Port the project/broker domain (projects, runtime_brokers, project_contributors,
project_sync_state) and the broker-auth domain (broker_secrets,
broker_join_tokens) from raw SQL to Ent adapters.
- pkg/store/entadapter/project_store.go: implements ProjectStore,
RuntimeBrokerStore, ProjectProviderStore and ProjectSyncStateStore.
* provider + sync-state upserts use Ent OnConflict().UpdateNewValues()
(sql/upsert) keyed on the (project_id, broker_id) unique index.
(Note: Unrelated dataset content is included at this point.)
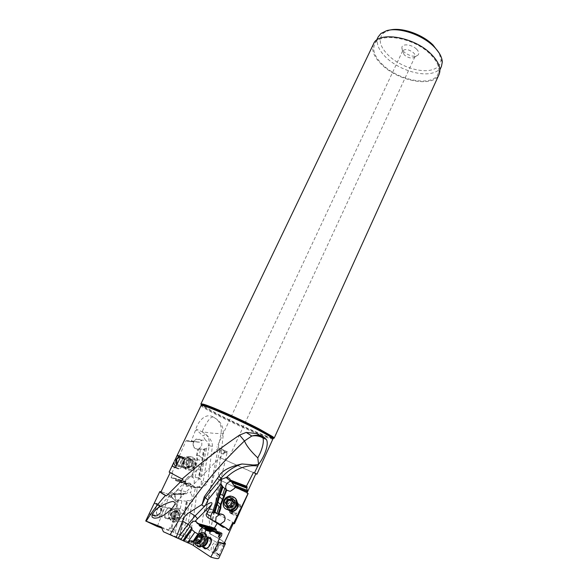 <?xml version="1.0" encoding="UTF-8"?>
<svg xmlns="http://www.w3.org/2000/svg" width="588" height="588" viewBox="0 0 588 588"><rect width="100%" height="100%" fill="white"/><g stroke="black" fill="none" stroke-linecap="round" stroke-linejoin="round"><path stroke-width="0.44" stroke-dasharray="2.94 2.21" d="M171.204 477.294L171.196 477.816L185.779 481.932L185.58 481.344L171.204 477.294L172.879 473.421L169.153 472.09M179.311 456.082L185.918 441.074L186.278 440.625L189.468 441.595L191.129 441.514L195.385 430.622C198.024 420.435 206.153 412.629 213.157 416.995L215.855 418.612C220.89 421.846 223.389 426.837 223.344 433.576L220.757 457.971L220.338 457.758L255.868 473.7M171.968 472.98L179.171 456.406L184.309 457.537L187.44 457.604C190.953 460.889 190.674 464.138 186.609 467.35L183.397 467.306C179.891 463.954 180.2 460.698 184.309 457.537M185.58 481.344L186.021 479.632L188.528 476.824L191.975 476.647L193.533 469.312L195.547 465.689L196.862 459.485L196.465 455.435L197.796 449.173C194.047 448.732 192.695 446.388 193.746 442.125L193.966 441.654L185.918 441.074M183.287 467.805C177.48 465.343 182.133 454.215 187.734 457.141C193.577 459.544 188.91 470.79 183.287 467.805M161.075 491.671L169.616 494.809L169.785 494.412C171.02 492.45 172.166 492.112 173.232 493.405L173.409 494.486L174.07 494.692L177.4 494.559L178.193 493.523L180.31 493.964L184.081 482.932L175.621 480.646L175.716 479.499L173.291 478.154L171.196 477.816M169.616 494.809C164.133 492.641 161.215 491.737 160.869 492.097M183.008 479.382L170.219 472.583L172.879 473.421M185.779 481.932L173.291 478.154M175.481 480.109L190.96 484.453L190.718 483.704L188.241 482.336M190.718 483.704L175.716 479.499M175.621 480.646L191.519 485.1L190.96 484.453M191.519 485.1L177.936 480.962M192.732 485.188L193.445 486.048C195.113 487.474 196.987 487.753 199.06 486.893L201.265 484.145L201.294 481.16L200.53 479.271L198.729 478.573L204.345 448.923L203.705 449.328L202.059 458.015L202.029 460.617L198.274 478.022L198.729 478.573M185.72 479.61C184.911 485.093 186.903 487.364 191.688 486.416L194.099 483.637C194.907 478.184 192.938 475.905 188.197 476.795L185.72 479.61M184.081 482.932L191.916 486.849L197.127 488.165C195.753 504.21 193.099 521.071 189.16 538.748L161.355 527.032M188.381 485.078C186.594 487.165 185.58 486.658 185.338 483.556M180.31 493.964L186.146 493.832L188.101 492.193L189.696 492.252L190.622 493.089L191.916 486.849M186.146 493.832L184.154 493.383L178.193 493.523M177.4 494.559L183.111 494.427L184.154 493.383M183.427 493.81L177.613 493.949M174.07 494.692L183.111 494.427M172.901 493.7L174.805 494.243C173.563 492.854 172.284 493.126 170.954 495.052L170.939 497.558L172.901 493.7L176.29 493.582L179.693 494.559M173.409 494.486L174.805 494.243M172.99 520.387L173.651 520.725L171.828 528.252L171.123 528.068L172.99 520.387L174.379 517.844L175.937 511.758L176.055 507.767L177.892 500.234L176.65 500.087C175.187 498.999 174.871 496.97 175.709 493.986L176.29 493.582M175.709 493.986L172.343 494.104M171.123 528.068L169.667 527.877L174.452 529.744L173.416 532.287L168.587 530.383L169.667 527.877M161.84 528.075L168.741 530.472M170.939 497.558L169.006 496.493L157.268 526.495M170.358 507.907C174.202 509.759 169.836 521.335 166.22 518.866C162.435 516.925 166.757 505.54 170.358 507.907M189.16 538.748L179.921 534.94L186.918 500.836L186.433 501.263L183.177 518.734L175.474 516.756L173.651 520.725L177.554 521.71L175.209 533.037L173.416 532.287L174.452 529.744M174.408 529.737L171.828 528.252M183.177 518.734L179.546 534.815L175.209 533.037M179.546 534.815L179.921 534.94M182.324 521.269L177.554 521.71M174.761 516.609L175.474 516.756L176.65 511.905L176.812 507.731L178.634 500.219L177.892 500.234M186.918 500.836L187.734 500.439L189.939 500.925L182.809 536.131M180.612 535.212L187.734 500.439M178.634 500.219L186.433 501.263M189.939 500.925C193.878 498.646 192.144 495.508 190.622 493.089M176.26 500.006L177.892 500.065C181.192 499.094 182.581 491.098 179.663 489.966L178.076 489.914C174.798 490.84 173.35 498.8 176.26 500.006M184.382 511.259L180.259 508.642L176.055 507.767M180.259 508.642L181.868 500.866M207.733 481.748L203.205 481.396L209.196 445.777L212.378 446.299L207.733 481.748C207.814 483.542 205.851 485.46 201.853 487.511L197.127 488.165M202.044 431.79L205.624 434.128L202.97 435.914L196.59 429.938C195.966 429.027 197.781 429.644 202.044 431.79L202.176 431.717C211.504 433.327 217.795 433.834 221.059 433.238L223.344 433.576M212.378 446.299C212.687 442.514 210.438 438.457 205.624 434.128L205.587 434.098M192.247 539.96L190.637 543.768L191.482 542.65L197.774 545.414L202.029 528.325L202.904 516.992C204.065 512.589 204.844 510.531 205.234 510.825L206.065 510.538L221.059 433.238C222.146 425.999 219.662 420.655 213.598 417.223M195.385 430.622L196.59 429.938M210.916 529.751L213.65 512.185L214.407 512.493L218.486 479.308L217.928 479.051L220.338 457.758M202.029 528.325C203.654 544.076 205.962 539.284 207.211 539.358C207.851 538.99 208.512 537.373 209.203 534.514C210.092 529.237 209.865 523.07 208.519 516.007C207.314 511.817 206.498 509.994 206.065 510.538M197.774 545.414L208.255 549.67C215.553 554.08 219.067 556.924 218.817 558.181M224.351 543.121C224.329 542.033 219.611 538.99 210.188 533.977L211.055 534.33L210.335 538.49M210.269 538.858L208.255 549.67M210.188 533.977L210.769 530.596M247.085 493.045L217.928 479.051M218.486 479.308L247.122 492.965M234.45 523.717C234.009 522.644 227.328 518.903 214.407 512.493M232.231 513.838L236.626 503.379L237.14 503.056L240.433 504.805L240.904 507.393C240.882 509.546 239.639 512.141 237.17 515.176L235.391 515.904L230.158 513.089L229.394 510.987C230.459 505.9 232.341 502.975 235.031 502.218L237.14 503.056M213.65 512.185C226.365 518.484 232.944 522.159 233.385 523.217L232.436 523.195M226.836 528.59L220.265 524.275M237.148 502.174L235.347 500.667C230.29 497.904 224.249 506.092 228.438 510.083M231.606 481.447C235.046 482.395 236.097 484.74 234.766 488.488L230.452 491.568L227.086 490.502M255.809 473.825L220.757 457.971M223.418 514.757C225.351 516.448 225.741 518.638 224.572 521.328L220.537 524.423C218.236 524.694 216.612 523.776 215.678 521.674M220.088 524.298L218.956 524.18L216.693 522.012M216.141 521.968L214.723 521.071M228.703 530.383L218.956 524.18M225.895 528.245L215.936 521.938M198.281 534.418L199.435 536.263L200.64 536.528C202.154 536.3 203.507 535.183 204.712 533.169M205.771 527.473C206.609 531.589 204.977 534.654 200.876 536.668L199.714 536.432L198.744 534.073M202.191 527.605L204.124 526.76L205.249 526.988M195.319 539.247L198.413 534.61M207.88 537.557C204.418 539.593 202.823 542.65 203.103 546.722M190.291 540.806L189.784 540.806M191.482 542.65L163.376 531.728M186.014 540.504L190.637 543.768M169.006 496.493L169.013 494.479M156.967 505.562L158.216 505.261C161.391 506.871 162.817 515.294 154.394 515.044L149.073 514.022L149.278 513.567L154.416 515.61C159.532 517.925 164.544 507.37 159.245 505.496L154.144 503.409L154.409 502.88L155.805 502.887L159.216 504.857L154.409 502.88M149.587 513.846L150.138 514.25L151.366 513.728L155.004 510.612M156.357 506.665L155.144 510.428M156.452 506.217L156.57 504.122L155.805 502.887M149.073 514.022L153.916 515.948C158.04 517.874 163.53 510.994 161.252 506.819L159.216 504.857L159.245 505.496M170.028 508.37C172.725 509.605 170.976 517.587 167.8 518.44L166.257 518.329C163.567 517.014 165.368 509.083 168.521 508.26L170.028 508.37M151.366 513.728L152.468 513.008M172.299 498.11L170.042 495.331L177.488 502.799L172.299 498.11M172.666 498.352L176.554 501.865L170.968 496.265L172.666 498.352M224.836 452.481L223.389 450.254L219.199 448.071L218.332 448.1L220.235 450.54C219.883 454.046 221.059 454.781 223.763 452.76L227.431 451.878L221.551 449.122M212.54 512.045C209.225 512.317 206.998 511.589 205.874 509.877L206.711 509.127C210.026 508.863 212.239 509.583 213.363 511.295L212.54 512.045M220.235 450.54L219.875 450.055L220.831 450.048C223.815 451.07 225.888 452.084 227.034 453.105L223.763 452.76M205.749 508.642L204.624 509.649C206.131 511.935 209.093 512.898 213.517 512.53L214.605 511.538C213.121 509.259 210.166 508.289 205.749 508.642M219.199 448.071L227.431 451.878M404.25 54.927L402.648 50.913C405.103 48.65 408.697 49.245 413.423 52.692C414.93 54.184 415.451 55.507 414.988 56.668L414.731 57.073C411.982 58.829 408.484 58.116 404.25 54.927M416.488 49.069C418.766 51.391 419.34 53.346 418.2 54.934C414.518 57.293 409.858 56.345 404.235 52.097C402.486 50.406 401.714 48.819 401.913 47.341C402.265 43.328 411.909 44.431 416.488 49.069M389.925 30.047L383.707 32.869C377.761 38.896 379.517 46.562 388.955 55.867C399.803 66.121 419.185 72.78 430.857 70.097C437.487 68.575 440.86 65.07 440.985 59.579L439.148 53.008M378.143 36.97C375.703 43.269 378.547 50.289 386.661 58.028C398.274 68.95 418.935 76.065 431.423 73.257C436.436 72.184 439.765 69.928 441.419 66.473M383.244 65.261C375.078 57.565 372.189 50.612 374.585 44.401C379.01 31.811 413.812 37.456 430.232 54.199C437.692 61.733 440.287 68.326 438.016 73.978C432.959 86.833 399.678 81.019 383.244 65.261M373.571 43.872C371.101 50.296 374.086 57.477 382.531 65.422C399.502 81.688 433.841 87.685 439.074 74.411M272.134 437.979C264.806 436.186 236.273 423.603 217.582 413.996L202.331 405.426M211.055 534.33C218.067 538.057 222.595 540.776 224.638 542.489M219.905 555.792L218.993 555.087L219.118 554.484L223.741 544.304L224.072 543.9L224.587 544.429L222.859 543.415L224.072 543.9M224.351 545.987L224.587 544.429M219.118 554.484L217.722 553.94C212.533 552.191 217.435 541.452 222.36 543.746L223.741 544.304M218.993 555.087L215.789 552.698C213.517 548.53 218.912 541.504 222.859 543.415L222.36 543.746M223.609 547.465L223.256 545.414L221.566 544.98C216.244 545.385 214.929 548.325 217.619 553.815L219.699 555.829M209.967 538.204L208.615 537.961C205.425 539.167 203.72 541.805 203.507 545.877M203.544 546.134L203.845 547.119M212.628 530.641L215.105 531.434L216.171 532.632M217.215 532.309C218.574 531.258 219.655 531.339 220.456 532.559L220.507 532.684M232.157 513.199L229.952 512.398L229.261 510.48C230.224 505.849 231.937 503.188 234.391 502.497L235.104 502.248L237.17 503.232L235.149 501.189L232.855 500.77C227.681 502.637 226.483 505.746 229.254 510.105M231.349 510.406C230.878 506.812 232.613 504.879 236.552 504.6L238.985 505.195L240.904 507.393M236.163 515.823L237.17 515.176M231.51 511.068L234.333 515.007M234.458 502.52L236.626 503.379M191.129 441.514L199.692 442.161L201.912 440.169L205.572 440.28L202.97 435.914M199.692 442.161L189.755 441.301M198.516 441.963L189.468 441.595M198.193 442.257L194.481 441.22L193.966 441.654M186.278 440.625L194.481 441.22M201.64 445.858C202.47 440.677 200.589 438.442 196.002 439.148L193.312 442.051C192.474 447.27 194.378 449.497 199.016 448.74L201.64 445.858M204.345 448.923L206.41 448.673L208.49 445.667C208.527 443.256 207.549 441.463 205.572 440.28M197.796 449.173L203.705 449.328M196.465 455.435L197.193 455.391L198.516 449.129M193.533 469.312L194.18 469.636L196.238 465.828L197.553 459.618L197.193 455.391L199.229 455.862L200.464 449.379M198.274 478.022L192.651 476.883L194.18 469.636L196.524 470.099L199.935 469.231M195.179 477.169L196.524 470.099M191.975 476.647L192.651 476.883M206.41 448.673L200.53 479.271M205.124 448.475L199.325 479.176M199.229 455.862L202.059 458.015M178.818 455.818L178.252 455.546M175.15 467.644L178.414 468.952C181.302 468.254 183.25 465.6 184.25 460.992L183.971 458.677L180.435 456.589M176.246 465.983L179.472 465.916C183.743 464.3 184.228 461.411 180.942 457.258L180.442 456.832M175.628 467.269L179.017 468.651C181.655 468.011 183.427 465.593 184.338 461.389L183.368 458.53L180.442 457.199M180.391 457.317C182.721 458.089 183.493 459.875 182.699 462.683C181.104 465.358 179.244 465.858 177.113 464.167M179.612 456.259C183.794 456.156 185.382 458.5 184.367 463.3L181.464 466.321C179.568 466.997 177.98 466.556 176.709 465.012M194.665 465.814L190.835 469.812L185.933 469.43C183.25 467.328 182.537 464.417 183.787 460.698L187.734 456.663C193.621 456.023 195.929 459.074 194.665 465.814M195.517 465.99C196.782 459.265 194.474 456.215 188.594 456.861L184.661 460.882C183.375 467.673 185.72 470.701 191.695 469.981L195.517 465.99M186.925 461.727C184.162 467.769 192.577 471.774 194.959 465.498C197.7 459.404 189.27 455.494 186.925 461.727M193.18 466.615L192.783 467.034L190.777 466.747L189.74 467.548L188.954 466.821L187.337 463.858L188.535 462.484L189.093 460.198L191.071 460.477L192.129 459.676L192.901 460.397L194.54 463.351L193.334 464.733L193.18 466.615M187.322 467.137L188.55 466.291L190.799 466.629L192.555 462.932L190.6 459.25L188.417 463.079L187.322 467.137L185.33 463.447L186.69 460.176L187.124 459.757L191.071 460.477M191.835 459.897L189.755 459.441L190.6 459.25M189.755 459.441L188.851 460M232.782 507.782C230.217 512.207 236.979 515.507 239.228 510.899C241.764 506.452 235.009 503.21 232.782 507.782M230.864 510.943C231.65 513.118 233.215 514.169 235.553 514.088L239.941 511.053C241.249 507.716 240.433 505.379 237.486 504.041M237.089 503.945L235.839 503.865C233.892 504.07 232.385 505.077 231.341 506.893L230.768 510.538M235.222 498.154L230.687 496.595C227.997 496.875 225.924 498.264 224.469 500.748C223.05 503.703 223.264 506.349 225.101 508.671M229.901 505.651L228.409 507.642L228.188 506.07M226.395 504.012L226.917 504.894M231.723 500.226L232.576 499.844L232.194 501.013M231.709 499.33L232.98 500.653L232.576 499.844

* runtime broker heartbeat/update use an optimistic version-CAS loop on a
new internal lock_version token, serializing concurrent writers portably
across SQLite (tests) and Postgres without SELECT ... FOR UPDATE.
* slug lookups support case-insensitive matching (EqualFold).
* project computed fields (AgentCount, ActiveBrokerCount, ProjectType) are
derived via Ent queries, matching the legacy SQLite store.
- pkg/store/entadapter/brokersecret_store.go: implements BrokerSecretStore
(per-broker HMAC secrets + short-lived join tokens, expiry cleanup).
- Project Ent schema: add operational fields for full parity
(default_runtime_broker_id, shared_dirs, github_*, git_identity).
- RuntimeBroker Ent schema: relax vestigial type column to Optional, add
internal lock_version concurrency token.
- Regenerate Ent with sql/upsert,sql/lock features.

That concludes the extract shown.